Моргана скучала. А когда она скучала, попадаться ей на глаза, а тем более под горячую руку было опасно. Хандра снедала ее уже который псевдомесяц. Неизменно юные и прекрасные служанки ее раздражали, поэтому бедняжкам приходилось прятаться по углам и даже на время прекратить обсуждение последних мирских слухов, дабы у колдуньи не возникало соблазна подпортить их хорошенькие личики своими длинными ухоженными коготками, острыми как у кошки.
Все виданные и невиданные развлечения были перепробованы, дорогие безделушки и диковинные зверьки надоели, наряды не радовали глаз – Моргана умудрялась даже в самом изысканном платье обнаружить изъян, якобы уродующий ее идеальную фигуру. Так что в одежде она приветствовала исключительно открытость и прозрачность.
Опротивели ей и красавцы-любовники, которые, несмотря на слезы сочувствующих им одалисок, были безжалостно сброшены со скалы в море на съедение кишевшим у берегов острова акулам.
Авалон загрустил, погруженный в сонную тишину… Впрочем, это было естественным состоянием для острова, на котором остановилось время. За пределами скалистого берега люди рождались, мужали, старились и умирали, а волшебница оставалась по-прежнему молодой и сногсшибательно красивой.
У стороннего наблюдателя дух перехватывало от картины, которую являла собой Моргана, расположившая свое роскошное тело на пурпурном шелке огромного овального ложа. Однако бедным морякам, чьи корабли разбивались о скалы невесть откуда взявшегося острова, выбирать особенно не приходилось. Обнаженная натура им вставала поперек горла еще до того, как они обнаруживали, что пара-тройка недель блаженства чудесным образом растянулась на добрый десяток лет.
Остров блуждал по морям-океанам, ни разу не наткнувшись на мель, благодаря диковинному колдовскому заклятию, наложенному Морганой. А время на острове укротила еще мать волшебницы – лесная фея.

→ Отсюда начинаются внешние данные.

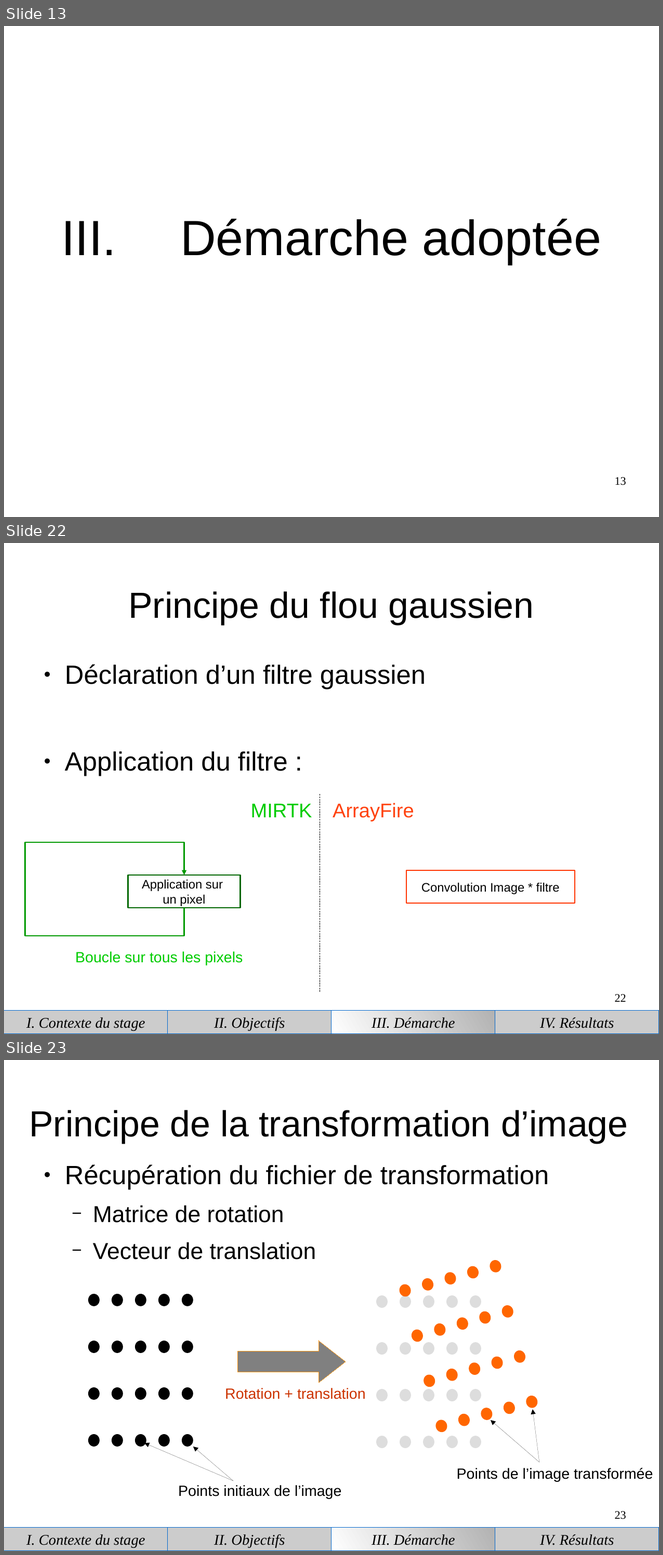
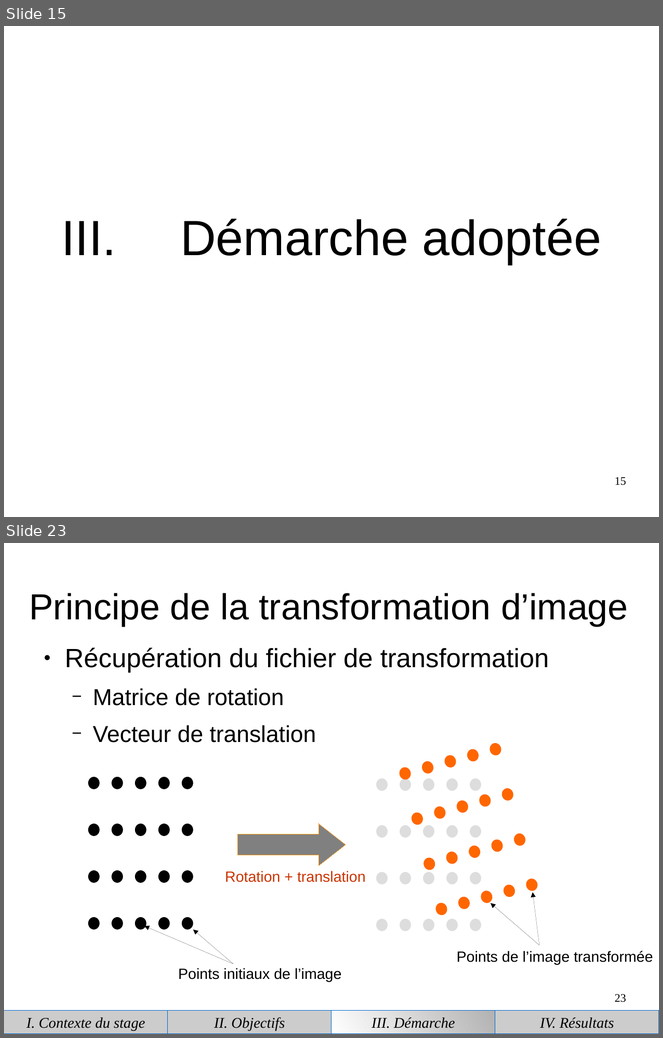
Before and after one commit to piatf/Report-2016-interniship-BioMedIA, a slide deck: presentation.odp. Shown one above the other, each under a label of ours: slides 13, 22 and 23 before the commit, slides 15 and 23 after it; the slides between them are not shown. The pictures are 663x1555 and 663x1038 pixels, drawn with LibreOffice and Linux fonts; fonts in the diff are those of the drawing. Boxes give left, top, right and bottom in pixels: in the first picture for what was removed or moved away, otherwise in the second. Text is boxed around its words. In the diff, an @@ line names an element or a change of style, - is before the commit and + after.

```diff
--- a/presentation.odp
+++ b/presentation.odp
@@ slide 22 removed at (4,543,659,1034), background #FFFFFF @@
@@ title removed at (128,591,534,625) @@
-Principe du flou gaussien
@@ text removed at (65,664,426,776) @@
-● Déclaration d’un filtre gaussien
-● Application du filtre :
@@ text removed at (251,804,312,818) @@
-MIRTK
@@ line removed from (320, 795) to (320, 992) @@
@@ text removed at (333,803,414,822) @@
-ArrayFire
@@ elbow arrow removed from (184, 908) to (184, 875) @@
@@ rectangle removed at (128,875,241,908) @@
-Application sur
-un pixel
@@ rectangle removed at (406,871,575,903) @@
-Convolution Image * filtre
@@ text removed at (75,952,243,965) @@
-Boucle sur tous les pixels
@@ page number removed at (615,994,626,1002) @@
-22
@@ group removed at (4,1011,659,1034): 4 rectangles @@
-I. Contexte du stage
-II. Objectifs
-III. Démarche
-IV. Résultats
@@ what was slide 13 is now slide 15 @@
@@ page number at (615,477,626,486): text changed @@
-13
+15
```
Also in this commit, not shown: 14 slides changed, 5 slides added.

Феям не страшно увядание, связанное со старостью, и она страшилась подобной участи для своей дочери от смертного человека. Мореза так гордилась красотой новорожденной, что не могла позволить времени наложить свою гнусную печать на ангельские черты. Если только феям свойственны материнские чувства, то Мореза их проявила. Правда, к пустынной скале она быстро охладела и оставила утес на произвол судьбы и воли Морганы, отправившись на поиски неведомо каких райских земель. Жила ли мать где-то в этом мире или давно покинула его пределы – Моргану мало интересовало. Ее злила только легкомысленность мамаши, не добившейся для дочери лучшей доли.